It's important to note that scans exceeding the 24-hour execution limit are automatically stopped. However, you will still receive all results obtained up to the moment of termination.
In most cases, scans reaching the 24 hour limit will have covered an overwhelming majority of all vulnerabilities available on your website.
The following guide presents several best practices and configuration adjustments that can help reduce scan duration and optimize resource usage. Several factors can contribute to a scan reaching the time threshold.
Follow the steps below to improve the scanning time:
1. Break Down Target URLs into Separate Entities
Split the targeted URL if it contains numerous sections, such as products, articles, or user pages.
URL Structure:
/login
Single login endpoint/products
Contains thousands of product entries/users
Includes hundreds of user profiles/en
English version of the site
Recommendation
Create distinct targets with the Crawl scope configured to "Limit to content located at or below URL subdirectory." This ensures that only relevant subdirectories are scanned, reducing unnecessary overhead.
Running a discovery scan before your full security scan can help identify how to divide a large website into smaller, more manageable parts.
2. Limit the Total Number of URLs Crawled
If you are scanning a directory containing numerous entries with a similar structure, testing a representative subset is typically sufficient, as all entries share the same body format and parameters.
Examples:
-
/products/1
Product 1 -
/products/2
Product 2
Recommendation
- Use the Crawl scope: Limit to content located at or below URL subdirectory
- Configure the scan profile to limit the maximum number of crawl requests.
Suggested Setting: Maximum Crawl Requests = 250
3. Restrict Scans by HTTP Method
If you want to scan an application that contains multiple forms using different HTTP methods (e.g., GET, POST).

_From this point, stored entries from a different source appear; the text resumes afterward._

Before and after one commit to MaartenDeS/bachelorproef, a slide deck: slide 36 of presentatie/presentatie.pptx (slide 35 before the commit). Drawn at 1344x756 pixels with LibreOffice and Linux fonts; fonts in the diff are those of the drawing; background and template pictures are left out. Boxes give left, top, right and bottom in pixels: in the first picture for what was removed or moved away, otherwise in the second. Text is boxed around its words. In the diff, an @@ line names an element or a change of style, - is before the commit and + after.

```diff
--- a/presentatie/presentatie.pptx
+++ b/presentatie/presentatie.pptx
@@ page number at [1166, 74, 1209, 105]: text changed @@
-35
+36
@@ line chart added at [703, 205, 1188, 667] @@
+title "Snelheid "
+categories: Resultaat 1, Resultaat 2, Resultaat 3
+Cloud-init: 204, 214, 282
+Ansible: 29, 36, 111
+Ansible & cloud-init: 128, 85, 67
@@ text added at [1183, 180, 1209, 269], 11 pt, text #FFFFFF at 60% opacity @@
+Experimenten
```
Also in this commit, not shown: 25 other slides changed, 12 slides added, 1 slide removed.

We recommend conducting two scans:
- Scan 1: Target only
GET
methods - Scan 2: Target only
POST
methods
In our Audit phase (Running HIDs), POST requests usually contain one or more parameters, leading to longer processing times than GET requests.
Disable JavaScript scanning for sensitive forms
The HTTP method restriction (GET/POST) is applicable only with JavaScript scanning disabled.

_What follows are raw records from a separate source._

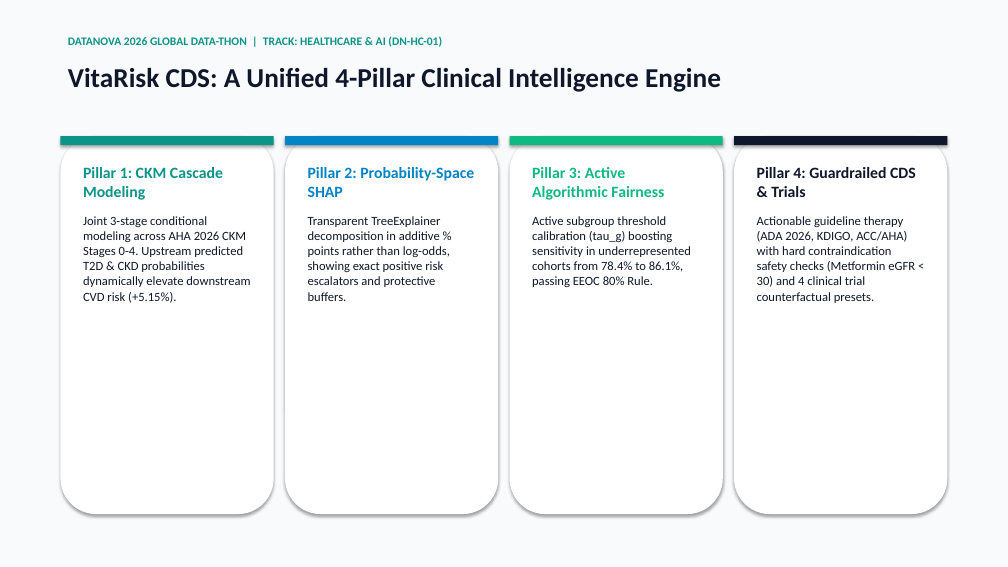
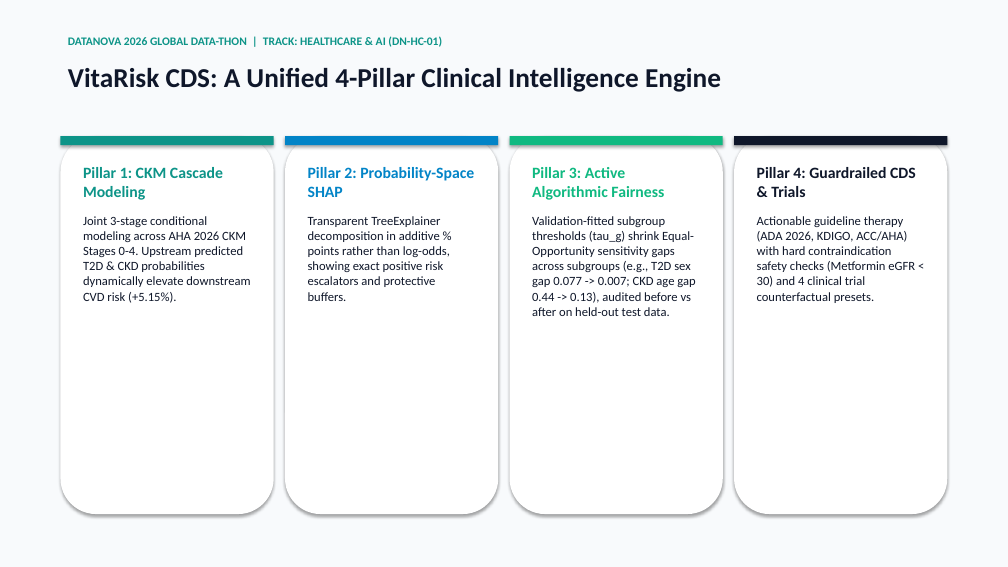
Before and after one commit to armageden/vitarisk-cds, a slide deck: slide 3 of presentation/VitaRisk_CDS_DataNova2026_Presentation.pptx. Drawn at 1008x567 pixels with LibreOffice and Linux fonts; fonts in the diff are those of the drawing. Boxes give left, top, right and bottom in pixels: in the first picture for what was removed or moved away, otherwise in the second. Text is boxed around its words. In the diff, an @@ line names an element or a change of style, - is before the commit and + after.

```diff
--- a/presentation/VitaRisk_CDS_DataNova2026_Presentation.pptx
+++ b/presentation/VitaRisk_CDS_DataNova2026_Presentation.pptx
@@ text at (532, 216, 695, 316): text changed @@
-Active subgroup threshold calibration (tau_g) boosting sensitivity in underrepresented cohorts from 78.4% to 86.1%, passing EEOC 80% Rule.
+Validation-fitted subgroup thresholds (tau_g) shrink Equal-Opportunity sensitivity gaps across subgroups (e.g., T2D sex gap 0.077 -> 0.007; CKD age gap 0.44 -> 0.13), audited before vs after on held-out test data.
```
Also in this commit, not shown: 3 other slides changed, 37 other files.

4. Exclude Static Content and Non-Vulnerable Endpoints
If your website contains static resources (images, PDFs, CSS, JS) and endpoints that don't process user input (e.g., forms), we recommend configuring URL exclusion patterns to skip testing these resources. This significantly reduces scan time without compromising security coverage.
Excluding these patterns helps focus scanning resources on endpoints that process user input and are susceptible to common web vulnerabilities.
Example Exclusions:
- jpg jpeg png .gif svg .css *.js
- /static/*
- /assets/*
- /fonts/*
- /docs/*.pdf
- /images/*
- /dist/*
- /cdn/*
5. Avoid Redundant Query Parameters
In some targets, query values are essential for proper crawling
/redirect?to=home
/redirect?to=login
These are treated as distinct URLs if HID-3-1-10263
was included in the scan profile
/log?errorid=2334234234
/log?errorid=3432352355
In this case, considering them as distinct URLs is redundant. So, we have changed how we report query vulnerabilities to prevent unnecessary duplication in scans.
The standard scan profile does not include HID-3-1-10263 by default.
If you would like Query vulnerabilities to be reported on each URL instead of once, ensure that you include HID-3-1-10263 manually in the scan profile.